- _What is expected_
Copy all of the data that follows without altering a word.

- _Provided data_
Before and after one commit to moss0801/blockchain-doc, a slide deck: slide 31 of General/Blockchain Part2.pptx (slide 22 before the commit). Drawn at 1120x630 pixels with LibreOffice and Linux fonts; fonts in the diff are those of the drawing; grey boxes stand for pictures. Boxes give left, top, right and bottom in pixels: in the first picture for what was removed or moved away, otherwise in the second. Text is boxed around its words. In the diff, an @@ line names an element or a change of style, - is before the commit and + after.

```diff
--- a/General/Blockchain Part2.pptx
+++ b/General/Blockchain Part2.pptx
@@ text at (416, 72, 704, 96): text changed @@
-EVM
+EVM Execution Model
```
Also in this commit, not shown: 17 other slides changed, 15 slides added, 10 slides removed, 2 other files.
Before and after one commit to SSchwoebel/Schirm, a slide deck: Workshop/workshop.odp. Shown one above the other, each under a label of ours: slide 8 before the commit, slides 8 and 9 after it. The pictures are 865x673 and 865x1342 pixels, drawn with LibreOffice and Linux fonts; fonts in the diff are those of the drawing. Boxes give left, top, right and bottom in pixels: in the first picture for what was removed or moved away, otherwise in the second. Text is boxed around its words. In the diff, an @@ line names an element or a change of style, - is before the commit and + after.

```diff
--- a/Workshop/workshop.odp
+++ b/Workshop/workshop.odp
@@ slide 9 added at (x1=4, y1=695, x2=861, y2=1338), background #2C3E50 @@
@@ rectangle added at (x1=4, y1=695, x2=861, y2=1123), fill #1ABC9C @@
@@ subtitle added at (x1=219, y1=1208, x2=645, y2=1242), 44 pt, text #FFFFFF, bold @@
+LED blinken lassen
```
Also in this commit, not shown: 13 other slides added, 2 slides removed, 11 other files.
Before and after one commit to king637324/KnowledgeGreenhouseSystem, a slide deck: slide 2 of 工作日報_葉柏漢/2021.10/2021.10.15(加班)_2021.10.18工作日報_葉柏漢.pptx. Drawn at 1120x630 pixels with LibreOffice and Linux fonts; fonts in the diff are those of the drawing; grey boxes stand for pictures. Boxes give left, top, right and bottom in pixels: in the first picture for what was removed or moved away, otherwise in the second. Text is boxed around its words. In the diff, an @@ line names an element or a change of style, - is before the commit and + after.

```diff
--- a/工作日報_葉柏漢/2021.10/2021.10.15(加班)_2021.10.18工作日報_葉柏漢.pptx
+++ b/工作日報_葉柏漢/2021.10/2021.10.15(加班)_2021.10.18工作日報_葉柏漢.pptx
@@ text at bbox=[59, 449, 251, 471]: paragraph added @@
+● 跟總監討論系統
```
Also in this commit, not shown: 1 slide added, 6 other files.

- _Solution to this problem_
Before and after one commit to moss0801/blockchain-doc, a slide deck: slide 31 of General/Blockchain Part2.pptx (slide 22 before the commit). Drawn at 1120x630 pixels with LibreOffice and Linux fonts; fonts in the diff are those of the drawing; grey boxes stand for pictures. Boxes give left, top, right and bottom in pixels: in the first picture for what was removed or moved away, otherwise in the second. Text is boxed around its words. In the diff, an @@ line names an element or a change of style, - is before the commit and + after.

```diff
--- a/General/Blockchain Part2.pptx
+++ b/General/Blockchain Part2.pptx
@@ text at (416, 72, 704, 96): text changed @@
-EVM
+EVM Execution Model
```
Also in this commit, not shown: 17 other slides changed, 15 slides added, 10 slides removed, 2 other files.
Before and after one commit to SSchwoebel/Schirm, a slide deck: Workshop/workshop.odp. Shown one above the other, each under a label of ours: slide 8 before the commit, slides 8 and 9 after it. The pictures are 865x673 and 865x1342 pixels, drawn with LibreOffice and Linux fonts; fonts in the diff are those of the drawing. Boxes give left, top, right and bottom in pixels: in the first picture for what was removed or moved away, otherwise in the second. Text is boxed around its words. In the diff, an @@ line names an element or a change of style, - is before the commit and + after.

```diff
--- a/Workshop/workshop.odp
+++ b/Workshop/workshop.odp
@@ slide 9 added at (x1=4, y1=695, x2=861, y2=1338), background #2C3E50 @@
@@ rectangle added at (x1=4, y1=695, x2=861, y2=1123), fill #1ABC9C @@
@@ subtitle added at (x1=219, y1=1208, x2=645, y2=1242), 44 pt, text #FFFFFF, bold @@
+LED blinken lassen
```
Also in this commit, not shown: 13 other slides added, 2 slides removed, 11 other files.
Before and after one commit to king637324/KnowledgeGreenhouseSystem, a slide deck: slide 2 of 工作日報_葉柏漢/2021.10/2021.10.15(加班)_2021.10.18工作日報_葉柏漢.pptx. Drawn at 1120x630 pixels with LibreOffice and Linux fonts; fonts in the diff are those of the drawing; grey boxes stand for pictures. Boxes give left, top, right and bottom in pixels: in the first picture for what was removed or moved away, otherwise in the second. Text is boxed around its words. In the diff, an @@ line names an element or a change of style, - is before the commit and + after.

```diff
--- a/工作日報_葉柏漢/2021.10/2021.10.15(加班)_2021.10.18工作日報_葉柏漢.pptx
+++ b/工作日報_葉柏漢/2021.10/2021.10.15(加班)_2021.10.18工作日報_葉柏漢.pptx
@@ text at bbox=[59, 449, 251, 471]: paragraph added @@
+● 跟總監討論系統
```
Also in this commit, not shown: 1 slide added, 6 other files.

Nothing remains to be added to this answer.